[Start of Attachment]
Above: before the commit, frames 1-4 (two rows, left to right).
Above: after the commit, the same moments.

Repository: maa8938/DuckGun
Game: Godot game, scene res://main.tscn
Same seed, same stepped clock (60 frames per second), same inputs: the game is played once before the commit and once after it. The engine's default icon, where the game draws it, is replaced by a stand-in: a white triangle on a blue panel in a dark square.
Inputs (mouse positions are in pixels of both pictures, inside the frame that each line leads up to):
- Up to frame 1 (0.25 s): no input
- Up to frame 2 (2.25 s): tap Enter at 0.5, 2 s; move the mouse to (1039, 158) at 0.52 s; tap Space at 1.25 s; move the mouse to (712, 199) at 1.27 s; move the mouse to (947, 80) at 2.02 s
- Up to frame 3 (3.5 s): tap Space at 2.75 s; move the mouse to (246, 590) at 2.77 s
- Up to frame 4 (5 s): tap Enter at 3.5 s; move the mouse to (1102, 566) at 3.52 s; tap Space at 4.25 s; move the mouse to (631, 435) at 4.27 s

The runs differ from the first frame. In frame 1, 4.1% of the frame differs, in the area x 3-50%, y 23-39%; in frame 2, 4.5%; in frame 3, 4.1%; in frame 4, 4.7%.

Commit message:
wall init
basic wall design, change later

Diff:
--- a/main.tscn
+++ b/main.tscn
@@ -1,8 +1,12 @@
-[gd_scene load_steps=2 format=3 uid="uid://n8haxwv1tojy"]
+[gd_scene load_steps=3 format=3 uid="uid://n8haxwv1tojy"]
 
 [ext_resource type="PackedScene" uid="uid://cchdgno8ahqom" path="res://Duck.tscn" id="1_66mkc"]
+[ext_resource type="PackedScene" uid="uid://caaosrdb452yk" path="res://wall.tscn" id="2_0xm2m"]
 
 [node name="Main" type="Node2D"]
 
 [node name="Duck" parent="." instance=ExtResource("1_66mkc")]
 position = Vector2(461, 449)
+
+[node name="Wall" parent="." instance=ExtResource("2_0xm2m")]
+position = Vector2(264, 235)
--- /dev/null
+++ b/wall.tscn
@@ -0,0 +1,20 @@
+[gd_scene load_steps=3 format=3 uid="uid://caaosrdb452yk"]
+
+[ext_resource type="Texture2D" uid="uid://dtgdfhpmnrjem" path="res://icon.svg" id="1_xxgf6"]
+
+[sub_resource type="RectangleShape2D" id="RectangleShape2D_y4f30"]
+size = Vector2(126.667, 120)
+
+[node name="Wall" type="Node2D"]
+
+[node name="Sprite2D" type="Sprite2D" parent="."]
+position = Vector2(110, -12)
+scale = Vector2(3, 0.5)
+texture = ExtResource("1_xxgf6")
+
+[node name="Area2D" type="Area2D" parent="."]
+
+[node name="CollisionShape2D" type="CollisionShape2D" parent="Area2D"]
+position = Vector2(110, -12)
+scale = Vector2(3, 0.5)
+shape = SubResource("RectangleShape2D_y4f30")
[End of Attachment]
**Task item:** Reproduce each line from the records that contains the word "frames".

**Exercise output:**
Above: before the commit, frames 1-4 (two rows, left to right).
Same seed, same stepped clock (60 frames per second), same inputs: the game is played once before the commit and once after it. The engine's default icon, where the game draws it, is replaced by a stand-in: a white triangle on a blue panel in a dark square.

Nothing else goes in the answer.